AOQL

AOQL is the language developed and used by Velocidi to query event databases. Its main objective is to provide a set of operations common to all data storage backends in use, such as relational databases and Elasticsearch.

The language is a subset of SQL and its semantics try to mimic the latter's behavior on a standard relational database. It is intended to be suitable both for "table scanning" queries (e.g. selections, filters) and aggregation queries (with GROUP BY). It most notably differs from SQL due to the absence of subqueries – AOQL intends to be targeted at data retrieval with a low server-side computational cost.

Using AOQL#

AOQL can be used through gRPC operations exposed by the Event Storage module.
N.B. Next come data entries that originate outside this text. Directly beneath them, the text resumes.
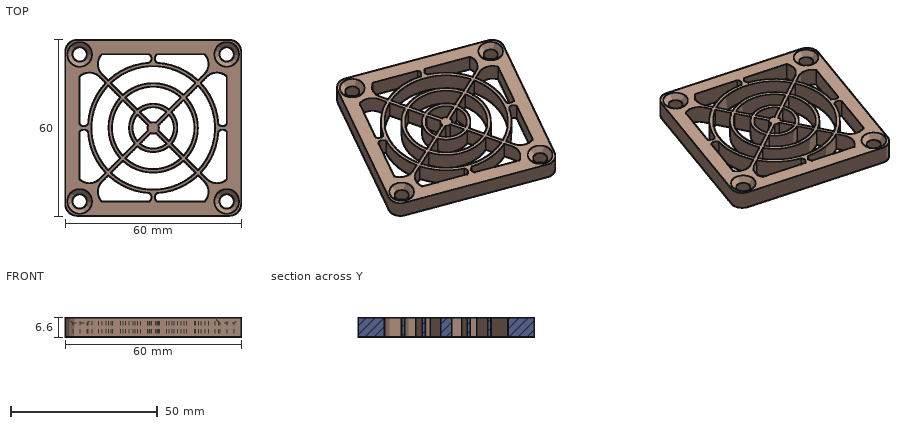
import cadquery as cq
import math

SIDE = 60.0
THICKNESS = 6.6
CORNER_RADIUS = 4.2

HOLE_OFFSET = 25.0
HOLE_DIAMETER = 4.8
COUNTERSINK_DIAMETER = 8.4
COUNTERSINK_ANGLE = 90.0

WEB_WIDTH = 1.25
RING_COUNT = 3
OPENING_RADIUS = 21.0
RING_PITCH = OPENING_RADIUS / RING_COUNT
OUTER_RING_RADIUS = OPENING_RADIUS + WEB_WIDTH
HUB_RADIUS = 2.0

WINDOW_EDGE = HOLE_OFFSET
WINDOW_LENGTH = 17.5
WINDOW_REACH = 18.8
TIE_END_BULGE = 0.7


def make_plate():
    """Rounded square plate with countersunk corner holes."""
    return (
        cq.Workplane("XY")
        .rect(SIDE, SIDE)
        .extrude(THICKNESS)
        .edges("|Z")
        .fillet(CORNER_RADIUS)
        .faces(">Z")
        .workplane()
        .rect(2 * HOLE_OFFSET, 2 * HOLE_OFFSET, forConstruction=True)
        .vertices()
        .cskHole(HOLE_DIAMETER, COUNTERSINK_DIAMETER, COUNTERSINK_ANGLE)
    )


def make_spokes():
    """Two crossed diagonal bars, long enough to pass the outer ring."""
    bar = cq.Workplane("XY").rect(SIDE, WEB_WIDTH).extrude(THICKNESS)
    rising = bar.rotate((0, 0, 0), (0, 0, 1), 45)
    falling = bar.rotate((0, 0, 0), (0, 0, 1), -45)
    return rising.union(falling)


def make_ring_gap(index):
    """Annular gap just inside one ring, counted from the centre."""
    outer_radius = (index + 1) * RING_PITCH
    inner_radius = HUB_RADIUS if index == 0 else index * RING_PITCH + WEB_WIDTH
    return cq.Workplane("XY").circle(outer_radius).circle(inner_radius).extrude(THICKNESS)


def ring_point(angle):
    """Point on the outside of the outermost ring."""
    return (OUTER_RING_RADIUS * math.cos(angle), OUTER_RING_RADIUS * math.sin(angle))


def make_window():
    """Window on the +Y side, just right of the tie at X = 0."""
    spoke_corner = (WINDOW_LENGTH, WINDOW_LENGTH + WEB_WIDTH / math.sqrt(2))
    corner_middle = (WINDOW_REACH, (WINDOW_EDGE + spoke_corner[1]) / 2)

    tie_end_x = WEB_WIDTH / 2 + TIE_END_BULGE
    spoke_angle = math.radians(45) + math.asin(WEB_WIDTH / 2 / OUTER_RING_RADIUS)
    tie_angle = math.acos(tie_end_x / OUTER_RING_RADIUS)
    ring_middle = ring_point((spoke_angle + tie_angle) / 2)
    ring_end = ring_point(tie_angle)

    tie_middle = (WEB_WIDTH / 2, (WINDOW_EDGE + ring_end[1]) / 2)

    return (
        cq.Workplane("XY")
        .moveTo(tie_end_x, WINDOW_EDGE)
        .lineTo(WINDOW_LENGTH, WINDOW_EDGE)
        .threePointArc(corner_middle, spoke_corner)
        .lineTo(*ring_point(spoke_angle))
        .threePointArc(ring_middle, ring_end)
        .threePointArc(tie_middle, (tie_end_x, WINDOW_EDGE))
        .close()
        .extrude(THICKNESS)
    )


def make_guard():
    """Plate with the grille gaps and all the border windows cut through."""
    guard = make_plate()

    spokes = make_spokes()
    for index in range(RING_COUNT):
        guard = guard.cut(make_ring_gap(index).cut(spokes))

    window = make_window()
    window_pair = window.union(window.mirror("YZ"))
    for quarter_turn in range(4):
        guard = guard.cut(window_pair.rotate((0, 0, 0), (0, 0, 1), 90 * quarter_turn))
    return guard


guard = make_guard()
result = cq.Compound.makeCompound([guard.val()])

The endpoint in which each service resides is client-dependent. The Event Storage gRPC API documentation is available here.

AOQL Relations#

Through the Event Storage module, the Velocidi Private CDP provides querying access to three AOQL relations. Each relation exposes an event dataset, whose schema is not necessarily the same as the real schema used by their backend. The representation of a full record ( SELECT * ) may be different from the representation of individual projections, both for efficiency and convenience purposes.

Match Events#

The relation providing access to match events is named MatchEvents and can be accessed using the matchQuerySource gRPC operation. Its star (full record) projection is a MatchEvent.

Columns#

  • requestId (String) : Optional. the identifier of the request that triggered the match event
  • providerId (String) : the identifier of the match provider;
  • userIds (Set[UserId]) : the set of matched user IDs;
  • attributes (UserAttributes) : the attributes of the user after the match operation;
  • timestamp (Long) : the timestamp of the match, in milliseconds.

Examples#

Return a stream of distinct providers of matches in January 2018:

SELECT DISTINCT providerId FROM MatchEvents WHERE timestamp >= 1514764800000 AND timestamp < 1517443200000

Return an all-time count of events per match provider:

SELECT providerId, COUNT(*) FROM MatchEvents GROUP BY providerId

Activation Events#

The relation providing access to activation events is named ActivationEvents and can be accessed using the activationQuerySource gRPC operation. Its star (full record) projection is an ActivationEvent.

Columns#

  • requestId (String) : Optional. the identifier of the request that triggered the activation event
  • receiverId (String) : the identifier of the data receiver;
  • userId (UserId) : the activated user ID;
  • linkedUserIds (Set[UserId]) : the user IDs linked with the activated one at the time of the activation;
  • activatedAttributes (UserData) : the activated attributes before the application of any mapping rule;
  • timestamp (Long) : the timestamp of the activation, in milliseconds.

Examples#

Return a stream of distinct user IDs of matches in January 2018:

SELECT DISTINCT userId FROM ActivationEvents WHERE timestamp >= 1514764800000 AND timestamp < 1517443200000

Return an all-time count of events per data receiver:

SELECT receiverId, COUNT(*) FROM ActivationEvents GROUP BY receiverId

CookieSync Events#

The relation providing access to cookiesync events is named CookieSyncEvents and can be accessed using the cookieSyncQuerySource gRPC operation. Its star (full record) projection is a CookieSyncEvent.

Columns#

  • requestId (String) : Optional. The identifier of the request that triggered the Cookie Sync event;
  • cookieSyncId (String) : the identifier of the cookie sync configuration;
  • primaryUserId (String) : the primary user id used when syncing;
  • syncedUserId (SyncedUserId) : the id to which the primary user id was synced to;
  • link (Boolean) : whether the request signaled the intent to link the two user ids internally;
  • timestamp (Long) : the timestamp of the cookie sync, in milliseconds.

Examples#

Return a stream of distinct primary user ids used in syncing in January 2018:

SELECT DISTINCT primaryUserId FROM CookieSyncEvents WHERE timestamp >= 1514764800000 AND timestamp < 1517443200000

Return an all-time count of cookie syncs per cookie sync ID:

SELECT cookieSyncId, COUNT(*) FROM CookieSyncEvents GROUP BY cookieSyncId

Tracking Events#

The relation providing access to tracking events is named TrackingEvents and can be accessed using the trackingQuerySource gRPC operation. Its star (full record) projection is a JSON object (the exact type depends on the programming language).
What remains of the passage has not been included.